Legislature advances ‘Don’t Say Gay’ bill to House

Maggie Eubanks, News Editor

The Louisiana Legislature moved one step closer to adopting its own version of Florida’s “Don’t Say Gay” bill on Wednesday. House Bill 466 narrowly made its way out of committee by a 7-5 vote, and the House Chamber will begin debate on the bill this session.

If passed, the bill would mirror many of the statutes that already exist in Florida. For example, teachers in K-12 schools would be barred from any discussion on topics relating to gender identity and the LGBTQ+ community. According to AP News, the bill would also allow school officials to override parental permission saying that a student can be called by their preferred pronouns.

Opponents of the bill spoke for three hours at Wednesday’s committee hearing. Maxwell Cohen, a transgender man, told lawmakers that the bill did not protect children but instead harmed them because it forced kids to hide their idenities. 

“This piece of legislation tells queer kids that they must hide, that they don’t matter and that they are wrong,” Cohen said. “But we know that’s far from the truth. We must protect queer kids and acknowledge them for who they are because they exist, they are special and they matter.”

The author of the bill, Rep. Raymond Crews, disagreed with Cohen and said the bill was aimed at protecting all students in schools from topics that were inappropriate to discuss. 

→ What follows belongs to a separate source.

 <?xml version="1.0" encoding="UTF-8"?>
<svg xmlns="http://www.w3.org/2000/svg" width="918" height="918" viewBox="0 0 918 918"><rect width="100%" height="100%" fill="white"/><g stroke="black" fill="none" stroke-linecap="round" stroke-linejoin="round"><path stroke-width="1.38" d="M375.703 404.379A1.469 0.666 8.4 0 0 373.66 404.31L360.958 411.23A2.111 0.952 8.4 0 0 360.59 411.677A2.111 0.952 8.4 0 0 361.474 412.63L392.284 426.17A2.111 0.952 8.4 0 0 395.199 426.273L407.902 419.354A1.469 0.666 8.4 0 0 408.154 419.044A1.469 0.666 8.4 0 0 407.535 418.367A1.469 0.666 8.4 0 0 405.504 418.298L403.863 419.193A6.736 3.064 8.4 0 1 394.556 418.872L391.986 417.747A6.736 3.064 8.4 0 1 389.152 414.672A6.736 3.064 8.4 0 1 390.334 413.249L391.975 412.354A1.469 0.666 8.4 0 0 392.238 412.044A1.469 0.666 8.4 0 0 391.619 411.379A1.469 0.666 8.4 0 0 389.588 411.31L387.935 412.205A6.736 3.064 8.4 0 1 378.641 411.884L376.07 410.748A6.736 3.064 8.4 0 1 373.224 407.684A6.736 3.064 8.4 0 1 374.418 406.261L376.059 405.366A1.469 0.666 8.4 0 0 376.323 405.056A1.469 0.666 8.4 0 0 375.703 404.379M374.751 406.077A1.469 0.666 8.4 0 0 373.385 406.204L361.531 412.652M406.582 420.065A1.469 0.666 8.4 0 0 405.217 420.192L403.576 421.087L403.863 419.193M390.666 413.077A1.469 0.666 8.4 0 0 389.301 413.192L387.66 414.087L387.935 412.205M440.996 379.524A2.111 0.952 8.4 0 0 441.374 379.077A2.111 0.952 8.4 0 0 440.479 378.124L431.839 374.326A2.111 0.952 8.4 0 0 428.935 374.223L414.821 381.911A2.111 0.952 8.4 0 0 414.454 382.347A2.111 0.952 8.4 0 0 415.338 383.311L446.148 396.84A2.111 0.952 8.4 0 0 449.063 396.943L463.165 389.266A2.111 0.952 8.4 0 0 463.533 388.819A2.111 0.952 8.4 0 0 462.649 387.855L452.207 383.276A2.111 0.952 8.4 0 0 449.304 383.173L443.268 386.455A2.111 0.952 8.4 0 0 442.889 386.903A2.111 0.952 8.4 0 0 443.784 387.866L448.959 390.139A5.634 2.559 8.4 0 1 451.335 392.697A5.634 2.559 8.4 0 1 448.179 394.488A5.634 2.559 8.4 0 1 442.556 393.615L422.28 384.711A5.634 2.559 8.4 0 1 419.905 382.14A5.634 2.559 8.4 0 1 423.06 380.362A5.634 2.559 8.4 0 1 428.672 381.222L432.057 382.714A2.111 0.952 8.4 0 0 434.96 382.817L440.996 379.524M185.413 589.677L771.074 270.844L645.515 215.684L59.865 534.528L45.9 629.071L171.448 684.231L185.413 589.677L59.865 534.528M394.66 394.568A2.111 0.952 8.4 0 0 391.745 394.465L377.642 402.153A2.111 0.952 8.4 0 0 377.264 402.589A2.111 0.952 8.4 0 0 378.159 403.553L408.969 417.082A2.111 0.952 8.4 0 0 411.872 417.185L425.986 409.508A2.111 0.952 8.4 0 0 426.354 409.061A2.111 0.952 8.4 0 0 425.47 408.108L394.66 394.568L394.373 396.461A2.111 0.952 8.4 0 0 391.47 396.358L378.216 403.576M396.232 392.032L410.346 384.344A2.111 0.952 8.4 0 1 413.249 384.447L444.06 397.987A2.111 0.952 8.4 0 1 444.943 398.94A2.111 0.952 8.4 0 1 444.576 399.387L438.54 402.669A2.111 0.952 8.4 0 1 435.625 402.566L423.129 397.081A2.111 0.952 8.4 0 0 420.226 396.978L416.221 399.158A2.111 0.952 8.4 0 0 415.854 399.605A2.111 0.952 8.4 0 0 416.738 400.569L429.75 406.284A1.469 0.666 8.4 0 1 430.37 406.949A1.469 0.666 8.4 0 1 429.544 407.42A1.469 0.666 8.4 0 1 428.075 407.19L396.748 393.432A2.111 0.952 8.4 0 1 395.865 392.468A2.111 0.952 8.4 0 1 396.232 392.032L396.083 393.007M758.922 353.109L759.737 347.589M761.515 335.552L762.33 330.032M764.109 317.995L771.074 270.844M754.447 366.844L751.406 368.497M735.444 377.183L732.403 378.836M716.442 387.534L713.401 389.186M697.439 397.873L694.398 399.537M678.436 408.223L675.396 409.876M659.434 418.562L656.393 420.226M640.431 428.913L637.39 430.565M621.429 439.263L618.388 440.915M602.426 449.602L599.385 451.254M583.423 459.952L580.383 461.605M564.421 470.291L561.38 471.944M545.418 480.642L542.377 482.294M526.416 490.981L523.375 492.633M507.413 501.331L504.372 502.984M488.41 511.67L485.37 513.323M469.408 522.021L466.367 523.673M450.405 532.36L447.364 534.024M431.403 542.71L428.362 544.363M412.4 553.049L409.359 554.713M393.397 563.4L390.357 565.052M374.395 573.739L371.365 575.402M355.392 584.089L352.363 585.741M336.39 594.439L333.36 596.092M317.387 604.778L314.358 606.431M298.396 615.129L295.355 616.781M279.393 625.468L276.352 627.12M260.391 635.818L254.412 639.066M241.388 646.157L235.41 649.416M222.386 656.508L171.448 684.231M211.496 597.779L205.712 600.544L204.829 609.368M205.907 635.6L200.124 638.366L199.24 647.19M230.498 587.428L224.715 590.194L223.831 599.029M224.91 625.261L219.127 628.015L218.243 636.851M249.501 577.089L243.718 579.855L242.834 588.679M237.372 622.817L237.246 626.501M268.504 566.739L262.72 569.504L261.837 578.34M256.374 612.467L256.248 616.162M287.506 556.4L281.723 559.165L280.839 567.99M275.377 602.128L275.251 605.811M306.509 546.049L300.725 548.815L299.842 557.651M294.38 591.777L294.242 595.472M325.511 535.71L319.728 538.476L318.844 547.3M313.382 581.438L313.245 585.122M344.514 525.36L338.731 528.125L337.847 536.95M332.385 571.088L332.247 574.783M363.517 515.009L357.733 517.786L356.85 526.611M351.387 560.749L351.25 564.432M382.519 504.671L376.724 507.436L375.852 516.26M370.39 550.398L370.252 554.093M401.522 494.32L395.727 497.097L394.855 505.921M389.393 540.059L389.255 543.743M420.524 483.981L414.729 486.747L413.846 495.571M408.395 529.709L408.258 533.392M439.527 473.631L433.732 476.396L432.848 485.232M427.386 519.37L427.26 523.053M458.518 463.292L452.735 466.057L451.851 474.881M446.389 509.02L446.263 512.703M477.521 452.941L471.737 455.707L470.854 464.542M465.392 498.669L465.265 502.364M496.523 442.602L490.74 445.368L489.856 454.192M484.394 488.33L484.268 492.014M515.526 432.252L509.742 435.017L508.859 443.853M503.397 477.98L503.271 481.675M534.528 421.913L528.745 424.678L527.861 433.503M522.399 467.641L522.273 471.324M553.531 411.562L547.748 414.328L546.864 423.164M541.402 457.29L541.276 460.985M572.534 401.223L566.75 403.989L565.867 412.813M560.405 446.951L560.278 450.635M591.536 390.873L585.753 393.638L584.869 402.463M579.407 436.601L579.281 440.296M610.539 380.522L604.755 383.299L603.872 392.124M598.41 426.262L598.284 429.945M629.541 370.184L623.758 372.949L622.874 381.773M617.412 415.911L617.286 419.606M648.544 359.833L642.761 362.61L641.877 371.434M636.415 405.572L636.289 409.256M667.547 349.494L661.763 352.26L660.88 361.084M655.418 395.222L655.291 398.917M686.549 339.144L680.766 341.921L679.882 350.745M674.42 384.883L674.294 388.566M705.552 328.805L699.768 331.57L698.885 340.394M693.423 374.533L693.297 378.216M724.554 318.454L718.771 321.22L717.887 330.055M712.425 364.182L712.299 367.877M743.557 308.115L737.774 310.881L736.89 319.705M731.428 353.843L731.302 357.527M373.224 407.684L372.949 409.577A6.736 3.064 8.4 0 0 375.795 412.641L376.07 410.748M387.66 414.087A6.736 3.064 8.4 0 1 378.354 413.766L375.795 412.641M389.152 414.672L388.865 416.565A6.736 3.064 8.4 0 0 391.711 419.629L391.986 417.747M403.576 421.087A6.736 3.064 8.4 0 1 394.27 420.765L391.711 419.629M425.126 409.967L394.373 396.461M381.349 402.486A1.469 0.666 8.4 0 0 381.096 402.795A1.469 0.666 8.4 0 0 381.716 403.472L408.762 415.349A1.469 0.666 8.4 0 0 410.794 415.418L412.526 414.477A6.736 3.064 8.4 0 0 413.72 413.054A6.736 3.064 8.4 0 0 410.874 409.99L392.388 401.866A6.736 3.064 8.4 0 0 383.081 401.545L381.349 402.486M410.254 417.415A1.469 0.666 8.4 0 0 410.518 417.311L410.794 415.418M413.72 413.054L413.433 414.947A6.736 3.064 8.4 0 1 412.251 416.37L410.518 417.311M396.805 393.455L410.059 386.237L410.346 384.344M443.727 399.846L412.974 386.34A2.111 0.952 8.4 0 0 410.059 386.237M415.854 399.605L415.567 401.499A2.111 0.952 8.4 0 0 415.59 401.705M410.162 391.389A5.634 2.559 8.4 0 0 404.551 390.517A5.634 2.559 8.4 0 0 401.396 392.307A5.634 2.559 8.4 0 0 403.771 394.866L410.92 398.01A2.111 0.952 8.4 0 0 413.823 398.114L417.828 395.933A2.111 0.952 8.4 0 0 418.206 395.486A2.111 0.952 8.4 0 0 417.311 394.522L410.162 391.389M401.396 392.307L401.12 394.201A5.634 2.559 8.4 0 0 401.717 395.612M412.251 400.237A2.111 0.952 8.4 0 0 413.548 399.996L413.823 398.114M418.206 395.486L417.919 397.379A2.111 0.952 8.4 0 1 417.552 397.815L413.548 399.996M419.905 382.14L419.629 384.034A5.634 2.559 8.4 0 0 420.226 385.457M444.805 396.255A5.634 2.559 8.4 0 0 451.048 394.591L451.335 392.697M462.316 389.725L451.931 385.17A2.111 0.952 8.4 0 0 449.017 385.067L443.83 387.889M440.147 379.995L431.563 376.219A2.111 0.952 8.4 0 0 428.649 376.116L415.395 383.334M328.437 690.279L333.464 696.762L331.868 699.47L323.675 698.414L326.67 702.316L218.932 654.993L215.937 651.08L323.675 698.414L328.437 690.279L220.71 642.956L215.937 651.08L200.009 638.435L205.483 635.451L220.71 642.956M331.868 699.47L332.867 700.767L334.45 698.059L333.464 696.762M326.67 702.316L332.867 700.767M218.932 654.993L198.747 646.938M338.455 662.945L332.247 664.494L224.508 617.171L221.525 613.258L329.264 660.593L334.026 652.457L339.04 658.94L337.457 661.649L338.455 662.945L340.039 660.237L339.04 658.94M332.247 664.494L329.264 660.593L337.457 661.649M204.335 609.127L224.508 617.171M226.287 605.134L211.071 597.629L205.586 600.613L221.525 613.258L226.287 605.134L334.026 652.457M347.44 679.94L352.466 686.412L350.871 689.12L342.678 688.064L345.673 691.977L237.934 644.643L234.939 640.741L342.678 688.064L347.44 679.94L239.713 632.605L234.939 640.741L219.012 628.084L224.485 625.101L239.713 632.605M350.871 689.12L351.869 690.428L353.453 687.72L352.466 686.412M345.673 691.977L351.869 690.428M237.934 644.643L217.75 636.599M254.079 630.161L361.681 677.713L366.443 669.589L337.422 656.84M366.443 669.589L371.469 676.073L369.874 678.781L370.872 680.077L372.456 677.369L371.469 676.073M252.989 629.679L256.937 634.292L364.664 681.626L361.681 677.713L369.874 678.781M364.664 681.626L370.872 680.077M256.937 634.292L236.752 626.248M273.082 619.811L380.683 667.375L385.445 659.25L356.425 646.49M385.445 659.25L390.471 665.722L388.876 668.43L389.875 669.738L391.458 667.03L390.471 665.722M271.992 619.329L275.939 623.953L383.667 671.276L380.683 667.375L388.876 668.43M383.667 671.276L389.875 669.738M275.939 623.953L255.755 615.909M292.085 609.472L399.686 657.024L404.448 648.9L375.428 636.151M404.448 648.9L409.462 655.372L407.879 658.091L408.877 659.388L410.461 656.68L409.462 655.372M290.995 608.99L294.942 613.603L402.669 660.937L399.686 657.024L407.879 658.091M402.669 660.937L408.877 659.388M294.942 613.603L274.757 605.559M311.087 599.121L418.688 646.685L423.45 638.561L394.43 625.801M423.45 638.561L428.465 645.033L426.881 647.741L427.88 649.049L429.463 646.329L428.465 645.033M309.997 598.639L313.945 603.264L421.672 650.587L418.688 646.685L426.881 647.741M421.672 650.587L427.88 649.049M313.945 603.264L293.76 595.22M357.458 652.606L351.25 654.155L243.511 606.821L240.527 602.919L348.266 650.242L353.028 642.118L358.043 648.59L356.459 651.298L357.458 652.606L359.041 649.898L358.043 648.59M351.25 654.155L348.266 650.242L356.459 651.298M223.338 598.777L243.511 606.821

“This legislation is strictly based on the child,” Horton said. “Our children go to school to learn, to be taught, not to be indoctrinated or confused by anyone else’s ideology.”

A similar bill also passed out of committee Wednesday would bar teachers from using students’ preferred names or pronouns. According to this bill, teachers can only call students by the name and pronouns associated with their birth certificates. 

Some representatives are aiming to pass both of these bills through the House and Senate Chambers before the start of the next school year. With both chambers being led by Republicans, passing these bills might not be a difficult task, according to The Advocate. 

These bills come as a part of a new trend among Republican-led states after Florida passed the original version of the bill last year. According to the NPR, 16 states have filed similar bills with three other states already passing “Don’t Say Gay” laws.